Bond pulled off her aviator’s hat and dried her hair with Jill’s blanket. “Tell Jill I’ll wash it and give it to you.” She threw it atop her own blankets, glanced at his feet. “No shoes. I thought you didn’t do that Mexican-running-Indian shit in the winter.”
“Only when stealth demands.”
Bond sighed as she replaced her hat.
“You found James’ gun, Hannah.”
“I found a gun, Sergeant. Let’s not jump it.”
“C’mon, let’s get it bagged.”
“You go put on your sneakers while I dig out some fresh gloves and get my headlamp.”
“I’ll bring the Ford to the bridge.” Maytubby followed Calls’ path back to his shoes. When he had them on, he ran down the dirt road toward his truck. Ragged clouds sped across the moon, and a rising wind moaned in the treetops.
In the beam of Maytubby’s flashlight, broken glass glittered on the road beside the F-100. There was glass on the bench seat, too. He opened the cab door and shone his light on the headliner. The twenty-gauge pump was still in its rack. He swept the glass from the seat with the Maglite, got in, and drove to the bridge approach. He
instinctively parked crosswise to his path back to Hannah. He pulled the twenty-gauge from its rack, then tilted the back of the bench seat forward and pulled out a half-empty box of birdshot shells. He took five and put the box back. As he walked toward Bond, he pushed shells into the magazine tube.
When he found her on the riverbank, she was squatting in the sand, her headlamp illuminating the pistol. She had a plastic evidence bag in her left hand, and a straight foot-long branch in the other. She lifted her head and blinded Maytubby for an instant before she looked down again and slid the branch into the pistol’s trigger guard. Maytubby carefully laid the shotgun on the sand.

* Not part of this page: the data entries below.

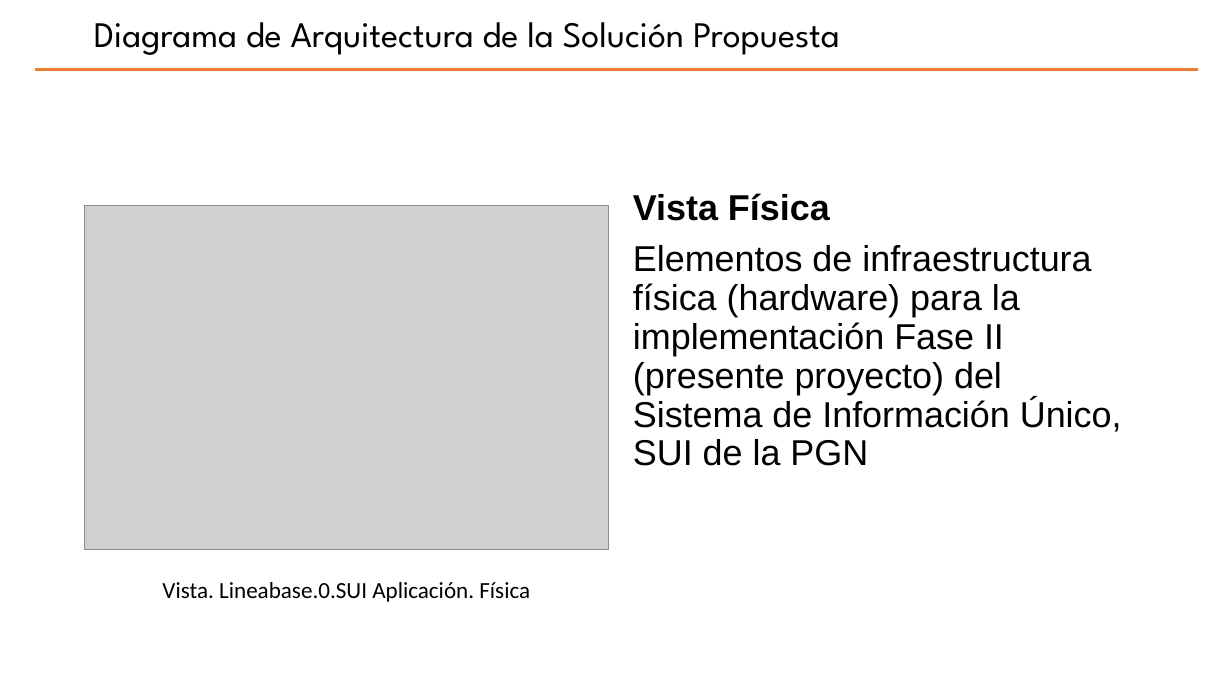
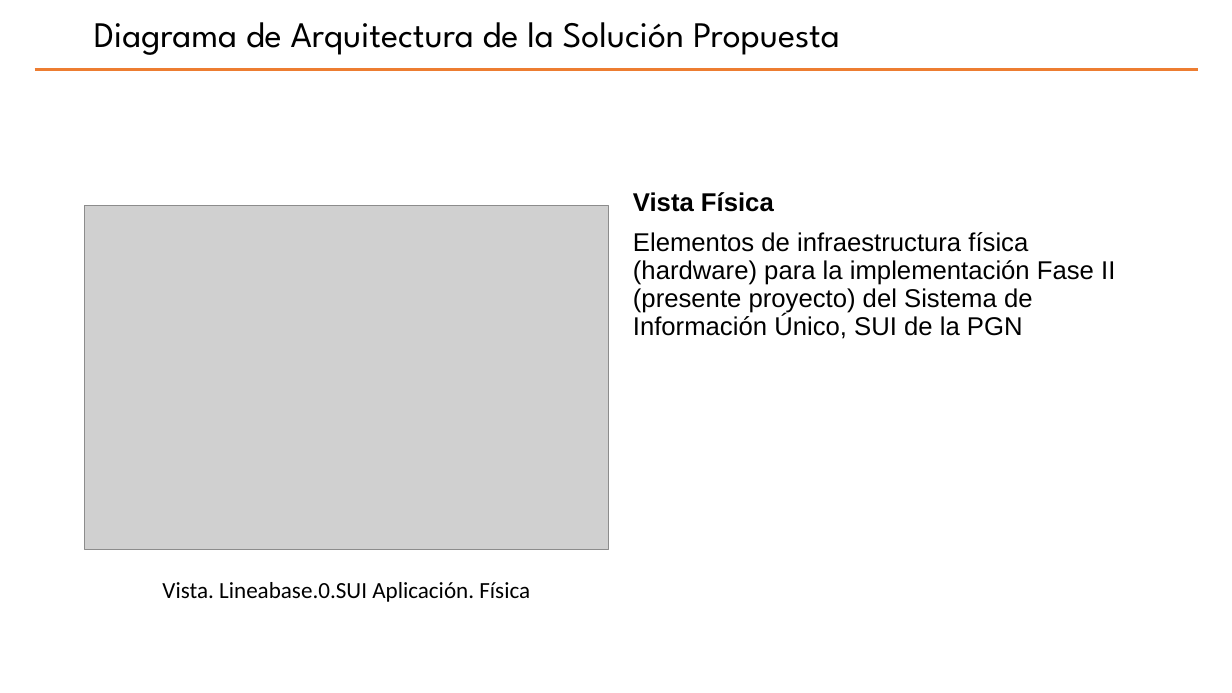
Before and after one commit to hwong23/pgn-078, a slide deck: slide 6 of content/pptxoutpt.pptx. Drawn at 1232x693 pixels with LibreOffice and Linux fonts; fonts in the diff are those of the drawing; grey boxes stand for pictures; background and template pictures are left out. Boxes give left, top, right and bottom in pixels: in the first picture for what was removed or moved away, otherwise in the second. Text is boxed around its words. In the diff, an @@ line names an element or a change of style, - is before the commit and + after.

```diff
--- a/content/pptxoutpt.pptx
+++ b/content/pptxoutpt.pptx
@@ text "Vista Física" at <box>633,192,1115,339</box>: size 28 to 20 pt @@
```
Also in this commit, not shown: 15 other slides changed, 1 other file.

“Sorry. Man, a box would be a lot better than this derned bag.” She handed Maytubby the bag.
“I’ll call Scrooby.”
“You do that,” Bond said. She lifted the pistol, and lowered it into the bag. Maytubby sealed the bag.
“Fairly new Smith and Wesson M-and-P,” he said. “No magazine, slide locked back, no shell in the chamber.”
“Shoots a nine-millimeter Luger—same as the casing I found wedged up on the bridge.”
“The nine ammo I found in the Cache plane was not Luger. Auto. No taper.”
Maytubby held out the bag. Bond took it and inspected the pistol with her light. “Right,” she said, walking a few paces toward the river, laying the bag on the ground, and piling leaves and brush over it. She jabbed a long limb into the ground to mark the spot. “Where’d you get that pump?”
“Roof rack in my pickup.”
“Whoever saw me in the river scairt you?”
“Abundance of caution.”
“Where’d you learn to talk like that? Shit, never mind. You saw the hatchet, too?”